RECORD EXTRACTS below:

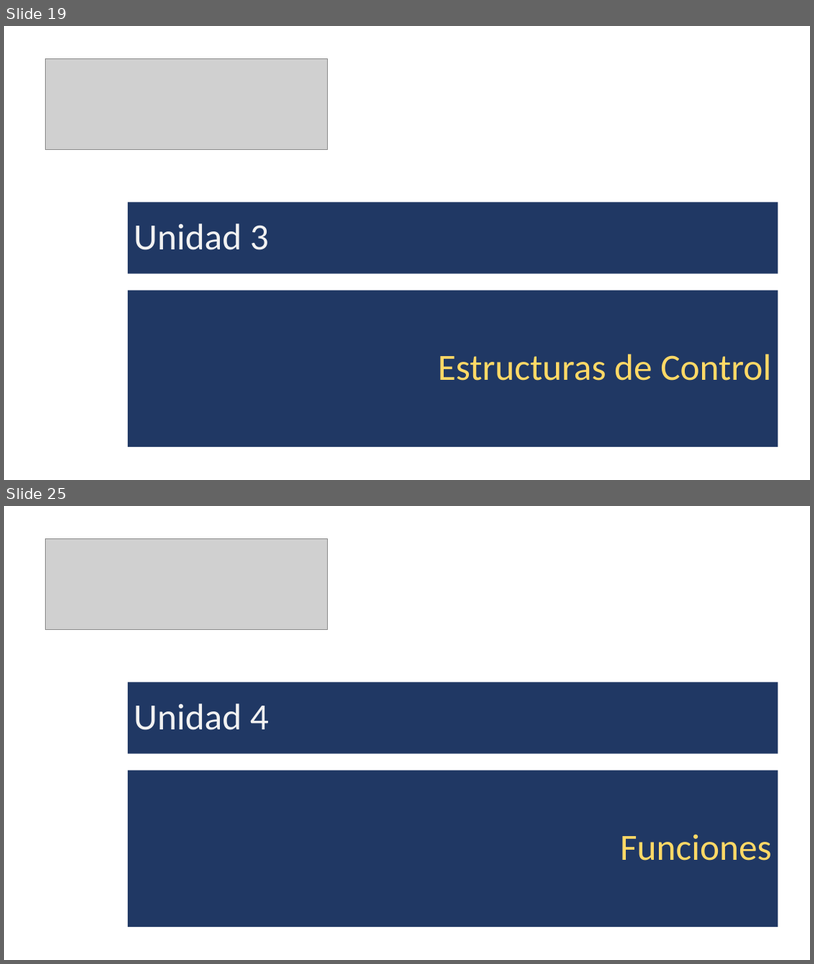
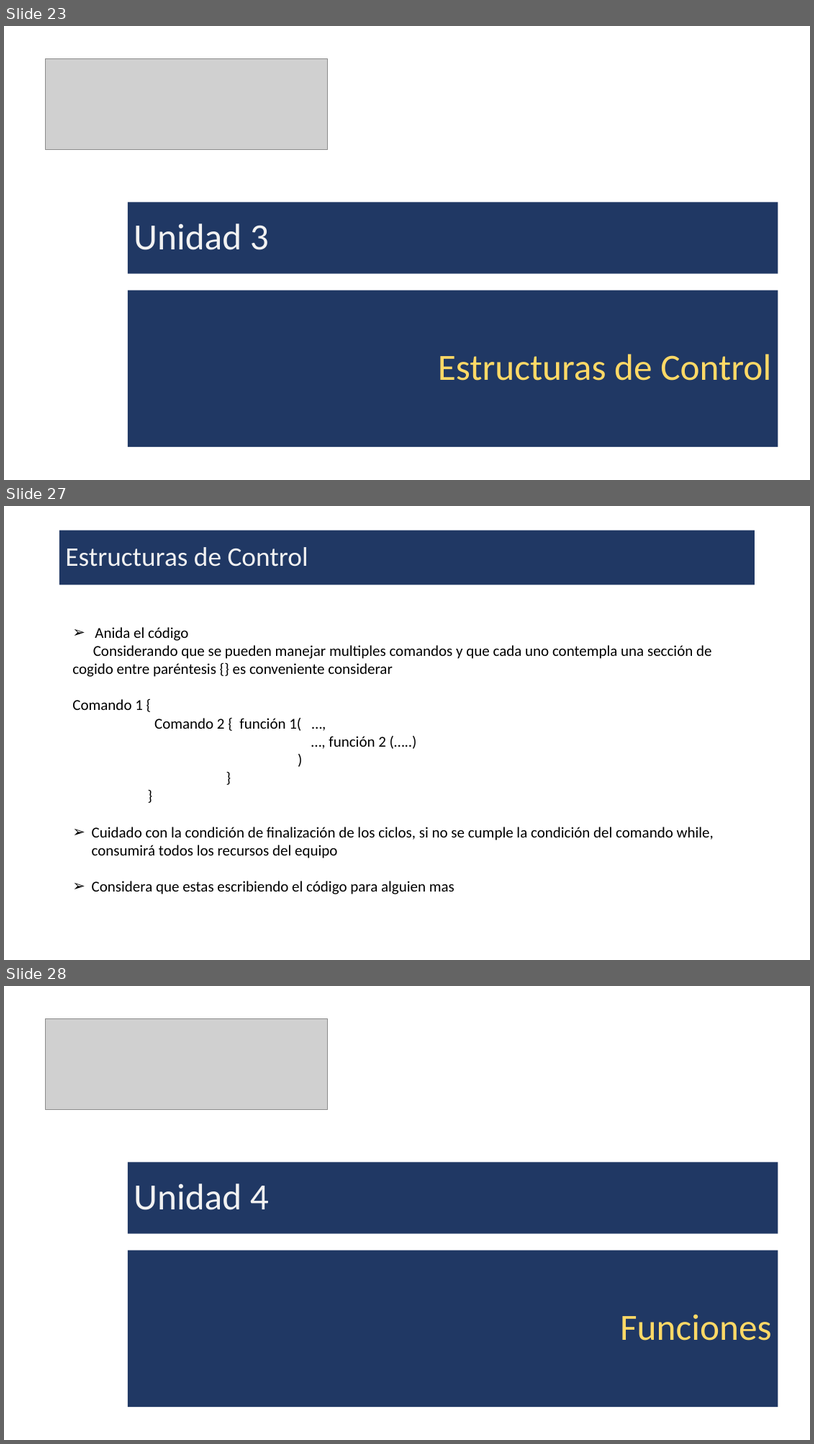
Before and after one commit to DeltaWiseC/PAct01, a slide deck: Presentacion.pptx. Shown one above the other, each under a label of ours: slides 19 and 25 before the commit, slides 23, 27 and 28 after it; the slides between them are not shown. The pictures are 814x964 and 814x1444 pixels, drawn with LibreOffice and Linux fonts; fonts in the diff are those of the drawing; grey boxes stand for pictures. Boxes give left, top, right and bottom in pixels: in the first picture for what was removed or moved away, otherwise in the second. Text is boxed around its words. In the diff, an @@ line names an element or a change of style, - is before the commit and + after.

```diff
--- a/Presentacion.pptx
+++ b/Presentacion.pptx
@@ slide 27 added at box(4, 506, 810, 960), background #FFFFFF @@
@@ rectangle added at box(59, 530, 756, 584), fill #203864, 32 pt, text #F2F2F2 @@
+Estructuras de Control
@@ text added at box(72, 627, 714, 894), 18 pt, text #000000 @@
+➢ Anida el código
+Considerando que se pueden manejar multiples comandos y que cada uno contempla una sección de cogido entre paréntesis {} es conveniente considerar
+Comando 1 {
+Comando 2 { función 1( …,
+…, función 2 (…..)
+)
+}
+}
+➢ Cuidado con la condición de finalización de los ciclos, si no se cumple la condición del comando while, consumirá todos los recursos del equipo
+➢ Considera que estas escribiendo el código para alguien mas
@@ what was slide 19 is now slide 23 @@
@@ what was slide 25 is now slide 28 @@
```
Also in this commit, not shown: 5 slides changed, 6 other slides added, 2 slides removed, 5 other files.
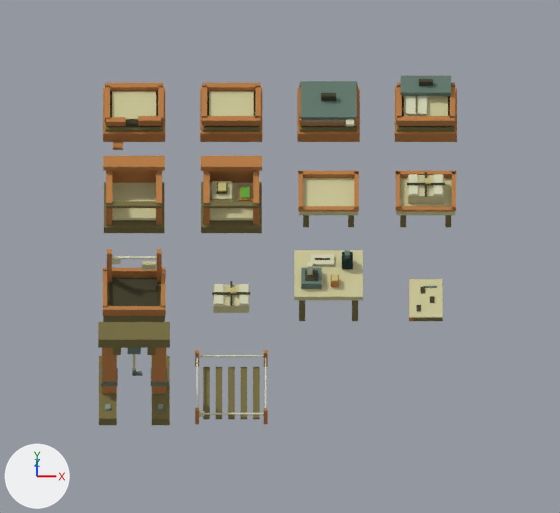
A saved change to the Blender file ArtSource/ConnectedSpread3D/Review/connected-spread-review.blend.
Both versions are drawn from the file's camera 'Review camera'. The axes (+X, +Y, +Z) are drawn at lower left. The lights are the same throughout. The first picture is the older version.

In view in the first picture: 'connected-spread-heavy-frame', 'connected-spread-ink-desk', 'connected-spread-pan-covered', 'connected-spread-pan-cracked', 'connected-spread-pan-empty', 'connected-spread-pan-ready', 'connected-spread-pantry-empty', 'connected-spread-pantry-full', 'connected-spread-pickup-empty', 'connected-spread-pickup-full', 'connected-spread-reserve-bed', 'connected-spread-reserve-tray' and 2 more.
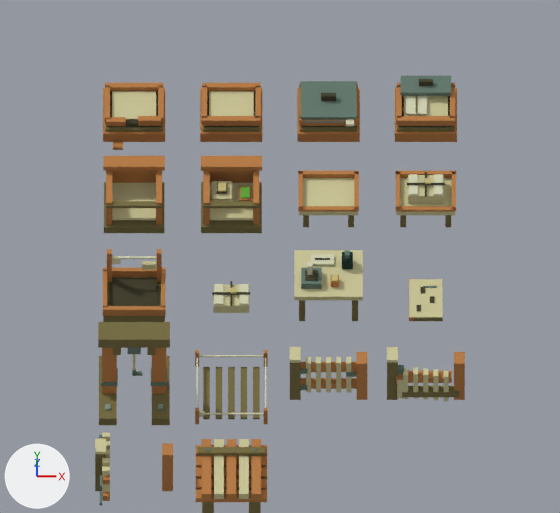
The newer file is also turned or shifted as a whole; pictures and numbers use the older file's frame.

What differs and where, as boxes (x1, y1, x2, y2) in the pictures (560 x 513 px):
'connected-spread-timber-pallet', added: after (196, 439, 267, 513)
    faces in mat_gladeswatch18 (orange #b77b43): (196, 439, 267, 502)
    faces in mat_gladeswatch5 (beige #cbc697): (214, 439, 249, 499)
    faces in mat_gladeswatch20 (dark yellow #756c40): (198, 447, 265, 513)
'connected-spread-wicket-closed', added: after (290, 347, 367, 400)
    faces in mat_gladeswatch18 (orange #b77b43): (301, 352, 367, 400)
    faces in mat_gladeswatch5 (beige #cbc697): (290, 347, 351, 392)
    faces in mat_gladeswatch20 (dark yellow #756c40): (290, 363, 301, 400)
'connected-spread-wicket-buckled', added: after (387, 347, 465, 401)
    faces in mat_gladeswatch5 (beige #cbc697): (387, 347, 449, 401)
    faces in mat_gladeswatch20 (dark yellow #756c40): (387, 363, 459, 400)
    faces in mat_gladeswatch18 (orange #b77b43): (396, 352, 465, 400)
'connected-spread-wicket-open', added: after (95, 432, 173, 505)
    faces in mat_gladeswatch18 (orange #b77b43): (103, 443, 173, 501)
    faces in mat_gladeswatch5 (beige #cbc697): (95, 432, 110, 500)
    faces in mat_gladeswatch20 (dark yellow #756c40): (95, 454, 106, 491)

Diff of the bpy script that builds the scene:
```diff
--- a/ArtSource/ConnectedSpread3D/Review/connected-spread-review.blend.py
+++ b/ArtSource/ConnectedSpread3D/Review/connected-spread-review.blend.py
@@ me_connected_spread_timber_pallet @@
+me_connected_spread_timber_pallet.from_pydata(...)  # 120 vertices, 90 faces; spans x -0.46..0.46, y -0.44..0.44, z 0.0..0.536
+# faces by material slot: [12, 12, 48, 18]
+me_connected_spread_timber_pallet.materials.append(mat_gladeswatch5)  # beige #cbc697
+me_connected_spread_timber_pallet.materials.append(mat_gladeswatch11)  # greyish green #62786c
+me_connected_spread_timber_pallet.materials.append(mat_gladeswatch18)  # orange #b77b43
+me_connected_spread_timber_pallet.materials.append(mat_gladeswatch20)  # dark yellow #756c40
@@ me_connected_spread_wicket_open @@
+me_connected_spread_wicket_open.from_pydata(...)  # 104 vertices, 78 faces; spans x -0.5..0.5, y -0.445..0.395, z 0.0..0.96
+# faces by material slot: [36, 18, 18, 6]
+me_connected_spread_wicket_open.materials.append(mat_gladeswatch5)  # beige #cbc697
+me_connected_spread_wicket_open.materials.append(mat_gladeswatch11)  # greyish green #62786c
+me_connected_spread_wicket_open.materials.append(mat_gladeswatch18)  # orange #b77b43
+me_connected_spread_wicket_open.materials.append(mat_gladeswatch20)  # dark yellow #756c40
@@ me_connected_spread_wicket_buckled @@
+me_connected_spread_wicket_buckled.from_pydata(...)  # 96 vertices, 72 faces; spans x -0.5..0.5, y -0.125..0.1, z 0.0..0.96
+# faces by material slot: [42, 6, 12, 12]
+me_connected_spread_wicket_buckled.materials.append(mat_gladeswatch5)  # beige #cbc697
+me_connected_spread_wicket_buckled.materials.append(mat_gladeswatch11)  # greyish green #62786c
+me_connected_spread_wicket_buckled.materials.append(mat_gladeswatch18)  # orange #b77b43
+me_connected_spread_wicket_buckled.materials.append(mat_gladeswatch20)  # dark yellow #756c40
@@ me_connected_spread_wicket_closed @@
+me_connected_spread_wicket_closed.from_pydata(...)  # 104 vertices, 78 faces; spans x -0.5..0.5, y -0.1..0.1, z 0.0..0.96
+# faces by material slot: [36, 18, 18, 6]
+me_connected_spread_wicket_closed.materials.append(mat_gladeswatch5)  # beige #cbc697
+me_connected_spread_wicket_closed.materials.append(mat_gladeswatch11)  # greyish green #62786c
+me_connected_spread_wicket_closed.materials.append(mat_gladeswatch18)  # orange #b77b43
+me_connected_spread_wicket_closed.materials.append(mat_gladeswatch20)  # dark yellow #756c40
@@ ob_connected_spread_timber_pallet @@
+ob_connected_spread_timber_pallet = bpy.data.objects.new('connected-spread-timber-pallet', me_connected_spread_timber_pallet)
+ob_connected_spread_timber_pallet.location = (-0.62, -3.5, 0.0)
@@ ob_connected_spread_wicket_open @@
+ob_connected_spread_wicket_open = bpy.data.objects.new('connected-spread-wicket-open', me_connected_spread_wicket_open)
+ob_connected_spread_wicket_open.location = (-1.88, -3.5, 0.0)
@@ ob_connected_spread_wicket_buckled @@
+ob_connected_spread_wicket_buckled = bpy.data.objects.new('connected-spread-wicket-buckled', me_connected_spread_wicket_buckled)
+ob_connected_spread_wicket_buckled.location = (1.88, -2.1, 0.0)
@@ ob_connected_spread_wicket_closed @@
+ob_connected_spread_wicket_closed = bpy.data.objects.new('connected-spread-wicket-closed', me_connected_spread_wicket_closed)
+ob_connected_spread_wicket_closed.location = (0.62, -2.1, 0.0)
```
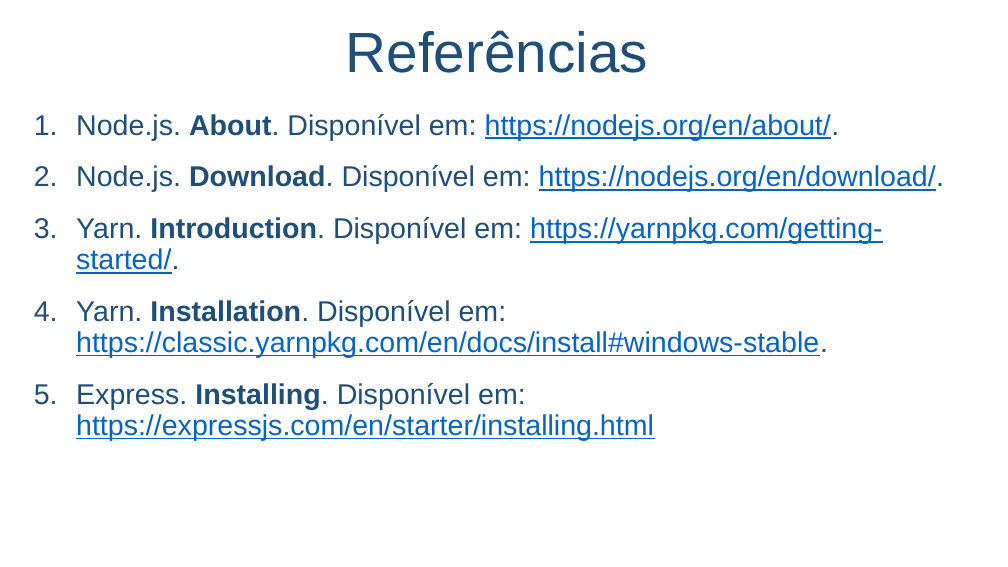
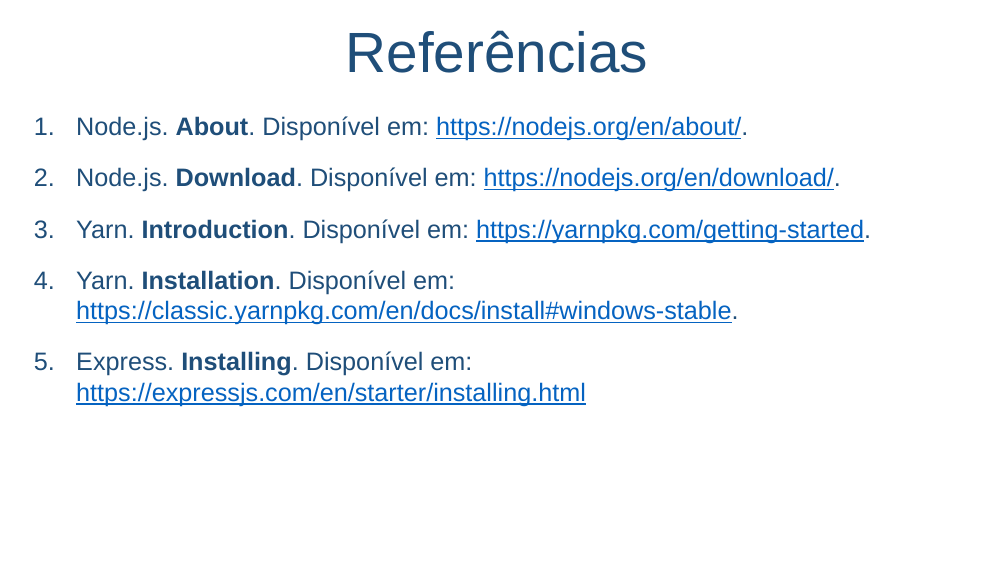
Before and after one commit to salmo-jr/public-slides, a slide deck: slide 30 of node-js.pptx (slide 16 before the commit). Drawn at 1008x567 pixels with LibreOffice and Linux fonts; fonts in the diff are those of the drawing; background and template pictures are left out. Boxes give left, top, right and bottom in pixels: in the first picture for what was removed or moved away, otherwise in the second. Text is boxed around its words. In the diff, an @@ line names an element or a change of style, - is before the commit and + after.

```diff
--- a/node-js.pptx
+++ b/node-js.pptx
@@ text at [76,116,841,406]: size 27.2 to 24 pt in "Node.js. About. Disponível em: https://nodejs.org/en/about/.", "Node.js. Download. Disponível em: https://nodejs.org/en/down ...", "Yarn. Installation. Disponível em: https://classic.yarnpkg.c ...", "Express. Installing. Disponível em: https://expressjs.com/en ..."; line spacing 0.9 to 1 @@
@@ text at [76,219,871,243]: text changed; size 27.2 to 24 pt @@
-3. Yarn. Introduction. Disponível em: https://yarnpkg.com/getting-started/.
+3. Yarn. Introduction. Disponível em: https://yarnpkg.com/getting-started.
```
Also in this commit, not shown: 8 other slides changed, 15 slides added.
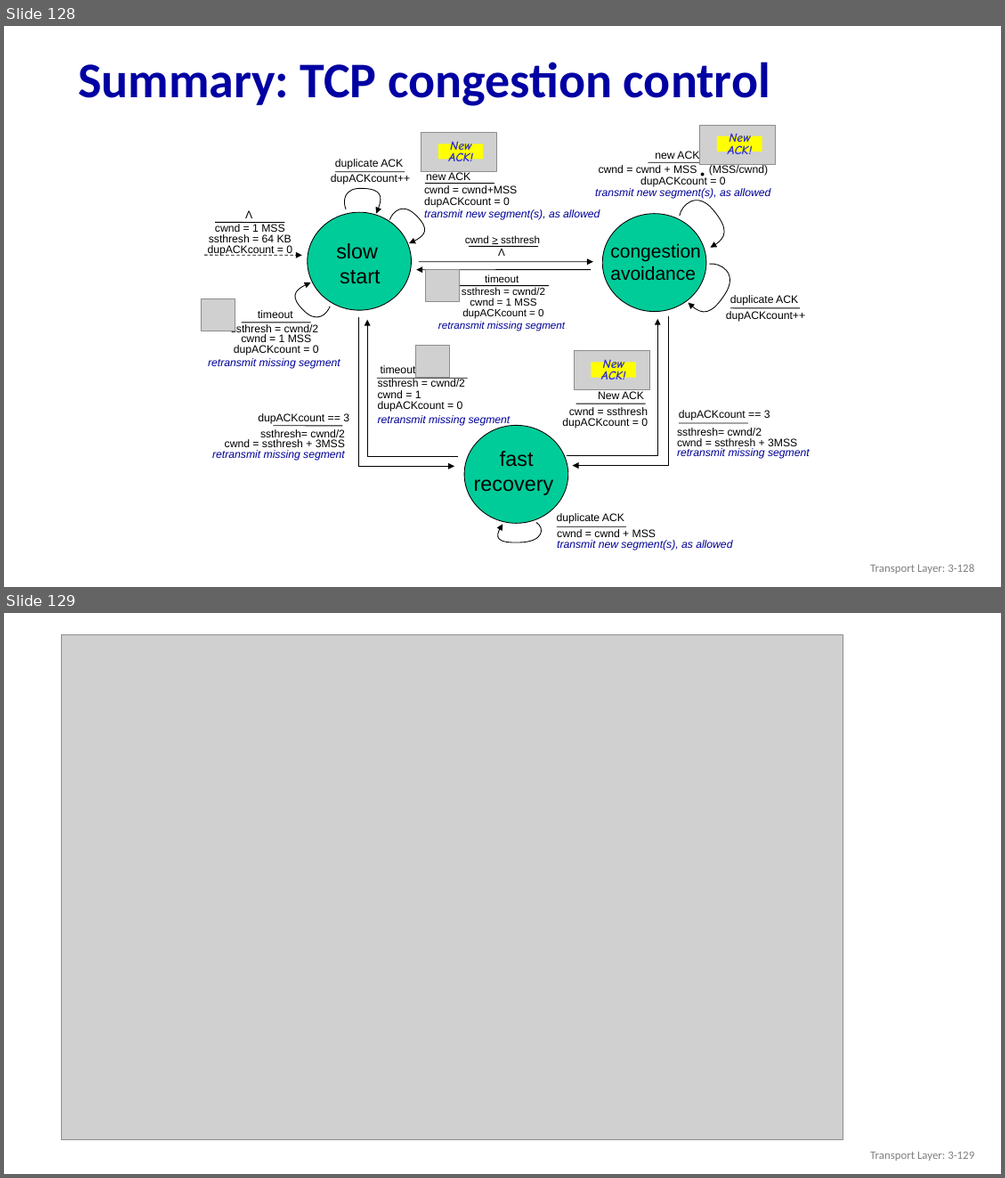
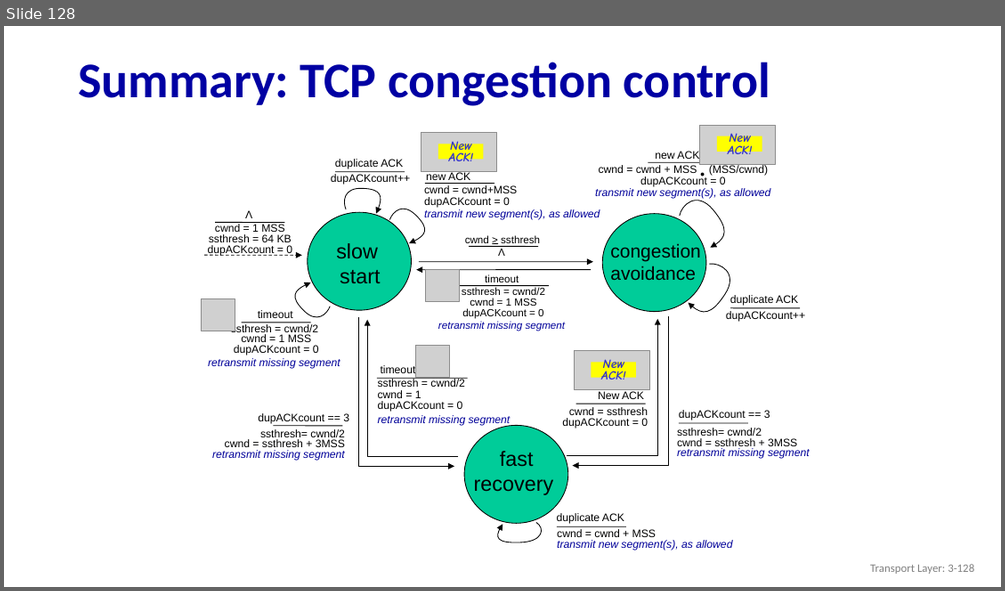
Before and after one commit to huangqy89/cn-2026, a slide deck: static_files/lectures/Chapter_3_v8.2.pptx. Shown one above the other, each under a label of ours: slides 128 and 129 before the commit, slide 128 after it. The pictures are 1005x1178 and 1005x591 pixels, drawn with LibreOffice and Linux fonts; fonts in the diff are those of the drawing; grey boxes stand for pictures. Boxes give left, top, right and bottom in pixels: in the first picture for what was removed or moved away, otherwise in the second. Text is boxed around its words. In the diff, an @@ line names an element or a change of style, - is before the commit and + after.

```diff
--- a/static_files/lectures/Chapter_3_v8.2.pptx
+++ b/static_files/lectures/Chapter_3_v8.2.pptx
@@ slide 129 removed at (4, 613, 1001, 1174), background #FFFFFF @@
@@ picture removed at (61, 635, 842, 1140) @@
@@ text removed at (870, 1151, 974, 1160) @@
-Transport Layer: 3-129
```
Also in this commit, not shown: 4 slides changed, 5 slides added, 2 other slides removed, 3 other files.

End of RECORD EXTRACTS.

> WHAT TO DO
Check each line of the entries, and copy the ones that contain "size".

> RESPONSE AREA
@@ text at [76,116,841,406]: size 27.2 to 24 pt in "Node.js. About. Disponível em: https://nodejs.org/en/about/.", "Node.js. Download. Disponível em: https://nodejs.org/en/down ...", "Yarn. Installation. Disponível em: https://classic.yarnpkg.c ...", "Express. Installing. Disponível em: https://expressjs.com/en ..."; line spacing 0.9 to 1 @@
@@ text at [76,219,871,243]: text changed; size 27.2 to 24 pt @@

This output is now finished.